Why dual income doesn’t always mean financial security
Economists said expenses linked to childcare, commuting and lifestyle inflation often absorb much of the second income, thus weakening household resilience.

HAVING two incomes is no longer a guaranteed shield against financial strain. Households built around dual salaries face growing exposure to rising living costs and economic shocks.
Economists said expenses linked to childcare, commuting and lifestyle inflation often absorb much of the second income, thus weakening household resilience.
The issue, they stressed, is not the number of earners, but how family spending is structured.
Universiti Teknologi Mara senior economics lecturer Dr Mohamad Idham Razak said it is increasingly common for dual-income households to be more financially exposed than single-income families when their cost structures are designed around two pay cheques.
“In Malaysia, household debt levels remain relatively high and savings buffers for many families are modest. Even households with two incomes may struggle if expenses rise faster than wages.
"The key issue is not the number of earners, but whether spending commitments are calibrated to one income or stretched across two,” he told Sinar Daily.
He said in urban areas, a significant portion of the second income is often spent simply to enable the second earner to work.
“A substantial share of the second income can be absorbed by childcare or babysitting fees, commuting costs, fuel or public transport, work-related meals and sometimes higher housing costs closer to workplaces.
“While this varies by household, it is not uncommon for a large share of the second salary to go towards enabling the second earner to work, reducing the net financial gain more than many families initially expect," he said.
Idham added that lifestyle inflation is another major factor weakening household resilience, particularly when families take on mortgages, car loans and discretionary spending based on combined incomes.
“When financial planning assumes both incomes will always be available, households become structurally vulnerable. This makes them more sensitive to shocks such as job loss, illness or temporary income disruptions,” he said.
He noted that many Malaysian families lack adequate emergency savings, leaving them exposed if one partner loses a job.

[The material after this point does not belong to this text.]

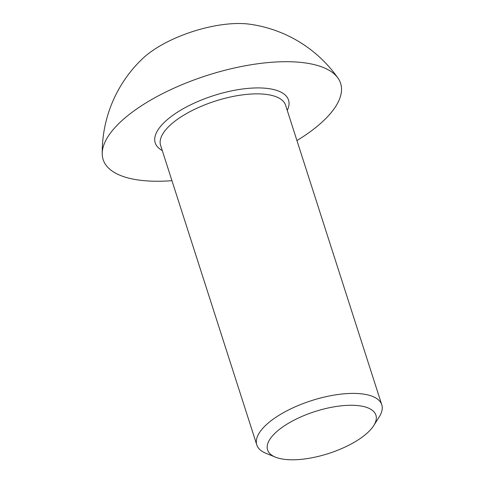 <?xml version="1.0" encoding="UTF-8"?>
<svg xmlns="http://www.w3.org/2000/svg" width="484" height="484" viewBox="0 0 484 484"><rect width="100%" height="100%" fill="white"/><g stroke="black" fill="none" stroke-linecap="round" stroke-linejoin="round"><path stroke-width="0.73" d="M283.933 426.12A56.882 22.052 162.2 0 0 275.45 457.144A56.882 22.052 162.2 0 0 359.564 438.952A56.882 22.052 162.2 0 0 373.721 425.593A56.882 22.052 162.2 0 0 350.64 405.271A56.882 22.052 162.2 0 0 283.933 426.12M275.45 457.144L265.861 453.248A65.636 25.446 -17.8 0 1 256.792 444.917A65.636 25.446 -17.8 0 1 275.65 417.45A65.636 25.446 -17.8 0 1 340.325 394.206A65.636 25.446 -17.8 0 1 381.773 404.793A65.636 25.446 -17.8 0 1 379.25 416.845L373.721 425.593M171.953 180.683A124.709 48.352 -17.8 0 1 135.599 179.57A124.709 48.352 -17.8 0 1 102.227 153.809A129.664 129.664 0 0 1 142.641 58.57A72.201 27.993 -17.8 0 1 249.69 24.2A129.664 129.664 0 0 1 337.989 78.112A124.709 48.352 -17.8 0 1 296.94 140.554M102.227 153.809A124.709 48.352 -17.8 0 1 176.981 86.824A124.709 48.352 -17.8 0 1 308.151 63.38A124.709 48.352 -17.8 0 1 337.989 78.112M381.773 404.793L285.602 105.252A65.636 25.446 162.2 0 0 244.154 94.664A65.636 25.446 162.2 0 0 179.473 117.908A65.636 25.446 162.2 0 0 160.615 145.375L256.792 444.917M162.273 150.53A70.011 27.146 -17.8 0 1 175.335 113.577A70.011 27.146 -17.8 0 1 255.165 87.961A70.011 27.146 -17.8 0 1 287.26 110.4"/></g></svg>

In such cases, households may quickly turn to credit cards, personal loans or withdrawals from retirement savings, which weakens long-term financial security.
“Families that budget based on a single-income baseline and treat the second income as supplementary tend to be far more resilient," he said.
Beyond financial planning, rising living costs are also changing why more women enter the workforce.
“Rising living costs are likely to push more women to work out of economic necessity rather than pure choice. However, good policy design should preserve family choice by improving affordable childcare, flexible work arrangements and adequate wages," he said.
Ideally, families should be able to decide whether both parents work or one stays home without facing severe financial disadvantage, as this supports both economic participation and household well-being.
Meanwhile, economist Professor Emeritus Barjoyai Bardai said reducing household overheads, rather than simply adding income, is key to long-term sustainability.
“The long-term solution would be for one of the couple to stay at home,” he suggested.
However, staying at home does not mean they cannot be productive.
“They can work online and can actually be more productive. Today, some organisations have adopted this and their staff are doing their jobs very well," he said.
Barjoyai said rising costs for domestic help and childcare have also significantly increased household vulnerability.
He said vulnerability arises during hard times when one or both lose their jobs but still have operating family overheads to take care of without income.
“When the operating overhead is higher, the risk is higher. If families can reduce their household overhead, they become more sustainable," he said.
He added that the cost of raising children has climbed sharply, particularly in urban areas, due to rising maid and nursery costs.
“If you look at developed nations, they do not rely much on maids or expensive nursery systems. Families somehow manage childcare themselves, which helps control costs," he added.